On October 22, the Department of Health and Human Services (HHS) updated its guidance on how hospitals and other providers should report their use of the nearly $135 billion in Provider Relief Fund payments that have been distributed.  The Provider Relief Fund, initially established by the Coronavirus Aid, Relief, and Economic Security (CARES) Act, is intended to cover provider expenses and lost revenues attributable to the coronavirus pandemic.  HHS’s latest guidance is a huge victory for providers on how much of the funds may be used for lost revenues.  Providers are to calculate and report their use of the funds for lost revenue “up to the amount of the difference between their 2019 and 2020 actual patient care revenue.”  The funds may also be used to replace coronavirus-related revenue losses in the first half of 2021, by performing similar comparisons to 2019 revenue.

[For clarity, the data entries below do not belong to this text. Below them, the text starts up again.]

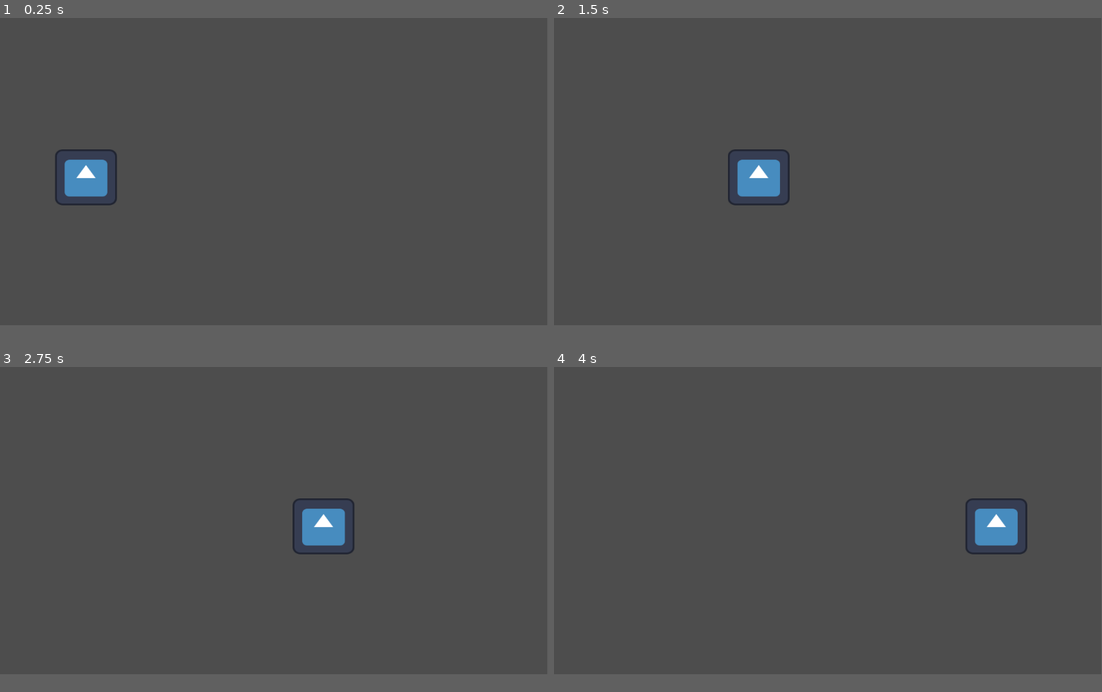
Above: before the commit, frames 1-4 (two rows, left to right).
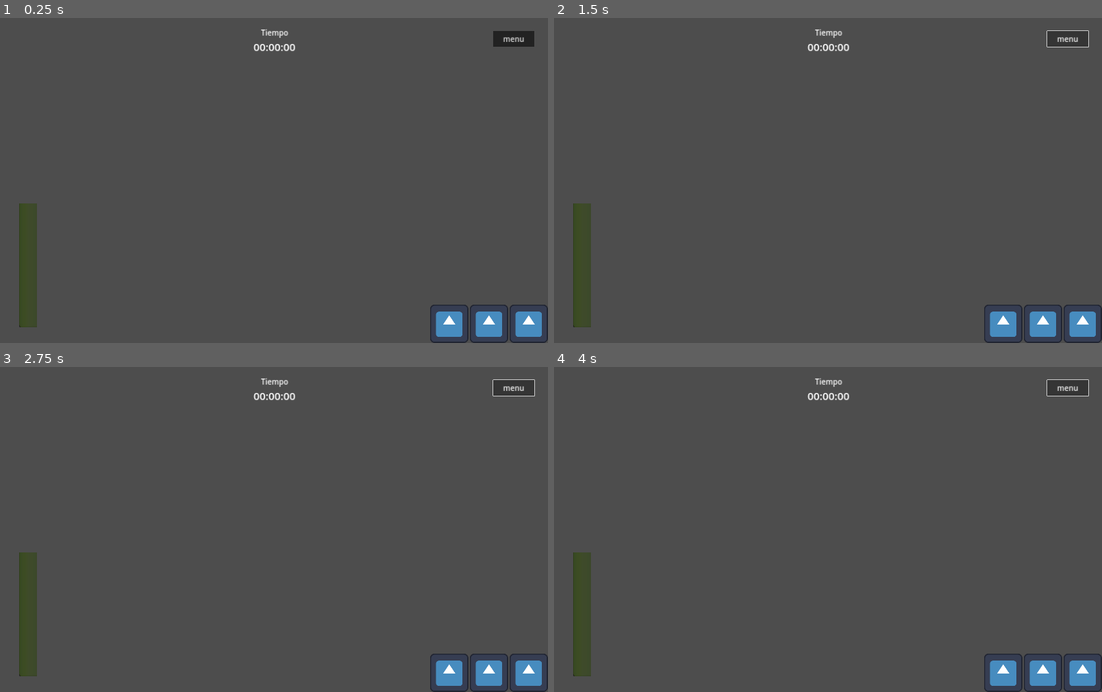
Above: after the commit, the same moments.

Repository: notmarrow/platform_grinder
Game: Godot game, scene res://scenes/HUD.tscn
Two runs of this game, one before a commit and one after it. Both use one fixed random seed, a clock stepped at 60 frames per second and the inputs below. Before the commit the project starts from res://scenes/enemigo.tscn. The engine's default icon, where the game draws it, is replaced by a stand-in: a white triangle on a blue panel in a dark square.
Inputs (mouse positions are in pixels of both pictures, inside the frame that each line leads up to):
- Up to frame 1 (0.25 s): no input
- Up to frame 2 (1.5 s): click (1069, 37) at 0.5 s, where only the run after the commit has a clickable "menu"
- Up to frame 3 (2.75 s): no input
- Up to frame 4 (4 s): no input
In our replay, the window is 799x449 before the commit and 800x475 after it. These sizes can differ from the game's own. Grey fills any space a smaller window leaves; there, only what the larger window draws over its background counts as a difference.

The runs differ from the first frame. In frame 1, 4.4% of the frame differs, in the area x 3-100%, y 3-100%; in frame 2, 4.1%; in frame 3, 4.1%; in frame 4, 4.1%.

Commit message:
HUB_A1

Diff:
--- a/project.godot
+++ b/project.godot
@@ -11,6 +11,13 @@
 [application]
 
 config/name="Diseno"
-run/main_scene="res://scenes/enemigo.tscn"
+run/main_scene="res://scenes/HUD.tscn"
 config/features=PackedStringArray("4.1", "Forward Plus")
 config/icon="res://icon.svg"
+
+[display]
+
+window/size/viewport_width=1820
+window/size/viewport_height=1080
+window/stretch/mode="canvas_items"
+window/stretch/aspect="expand"
--- /dev/null
+++ b/scenes/HUD.tscn
@@ -0,0 +1,92 @@
+[gd_scene load_steps=3 format=3 uid="uid://7v03vuvm4qrh"]
+
+[ext_resource type="Texture2D" uid="uid://546cny6plfil" path="res://assets/icon.svg" id="1_760t3"]
+[ext_resource type="Texture2D" uid="uid://cd2j8k1264u36" path="res://assets/barra.png" id="2_4vsud"]
+
+[node name="Control" type="Control"]
+layout_mode = 3
+anchors_preset = 15
+anchor_right = 1.0
+anchor_bottom = 1.0
+offset_left = 2.0
+offset_top = 2.0
+offset_right = 7.0
+offset_bottom = 12.0
+grow_horizontal = 2
+grow_vertical = 2
+
+[node name="CanvasLayer" type="CanvasLayer" parent="."]
+
+[node name="Cronometro" type="VBoxContainer" parent="CanvasLayer"]
+anchors_preset = 5
+anchor_left = 0.5
+anchor_right = 0.5
+offset_left = -114.0
+offset_top = 31.0
+offset_right = 119.0
+offset_bottom = 139.0
+grow_horizontal = 2
+
+[node name="texto" type="Label" parent="CanvasLayer/Cronometro"]
+layout_mode = 2
+theme_override_font_sizes/font_size = 25
+text = "Tiempo"
+horizontal_alignment = 1
+
+[node name="tiempo" type="Label" parent="CanvasLayer/Cronometro"]
+layout_mode = 2
+theme_override_font_sizes/font_size = 35
+text = "00:00:00"
+horizontal_alignment = 1
+
+[node name="Power_up" type="HBoxContainer" parent="CanvasLayer"]
+anchors_preset = 3
+anchor_left = 1.0
+anchor_top = 1.0
+anchor_right = 1.0
+anchor_bottom = 1.0
+offset_left = -392.0
+offset_top = -128.0
+grow_horizontal = 0
+grow_vertical = 0
+
+[node name="TextureRect" type="TextureRect" parent="CanvasLayer/Power_up"]
+layout_mode = 2
+texture = ExtResource("1_760t3")
+stretch_mode = 5
+
+[node name="TextureRect2" type="TextureRect" parent="CanvasLayer/Power_up"]
+layout_mode = 2
+texture = ExtResource("1_760t3")
+stretch_mode = 5
+
+[node name="TextureRect3" type="TextureRect" parent="CanvasLayer/Power_up"]
+layout_mode = 2
+texture = ExtResource("1_760t3")
+stretch_mode = 5
+
+[node name="PanelContainer" type="PanelContainer" parent="CanvasLayer"]
+anchors_preset = 1
+anchor_left = 1.0
+anchor_right = 1.0
+offset_left = -182.0
+offset_top = 43.0
+offset_right = -45.0
+offset_bottom = 96.0
+grow_horizontal = 0
+
+[node name="Button" type="Button" parent="CanvasLayer/PanelContainer"]
+layout_mode = 2
+theme_override_font_sizes/font_size = 25
+text = "menu"
+
+[node name="TextureProgressBar" type="TextureProgressBar" parent="CanvasLayer"]
+anchors_preset = 2
+anchor_top = 1.0
+anchor_bottom = 1.0
+offset_left = 64.0
+offset_top = -463.0
+offset_right = 122.0
+offset_bottom = -49.0
+grow_vertical = 0
+texture_over = ExtResource("2_4vsud")
Binary file added: assets/barra.png
Not shown, added: assets/barra.png.import

HHS’s latest instruction overrides its guidance from September limiting eligible “lost revenues” to lost profits from patient revenue.  But that September guidance surprised providers because it appeared to contradict the agency’s original instruction, from a June 2019 FAQ, that the funds may be used to replace any revenue lost due to the coronavirus and used to cover any costs the lost revenue would otherwise have covered (except salary amounts over $197,300).  HHS explained that it has reversed course because the September guidance “generated significant … opposition from many stakeholders and Members of Congress” and the consensus is that providers should be allowed to apply Provider Relief Fund “payments against all lost revenues without limitation.”

HHS’s guidance provides detailed instructions for reporting additional expenses and revenue losses.  The portal for reporting the use of Provider Relief Funds is scheduled to open on January 15, 2021, and the first reports are due on February 15, 2021.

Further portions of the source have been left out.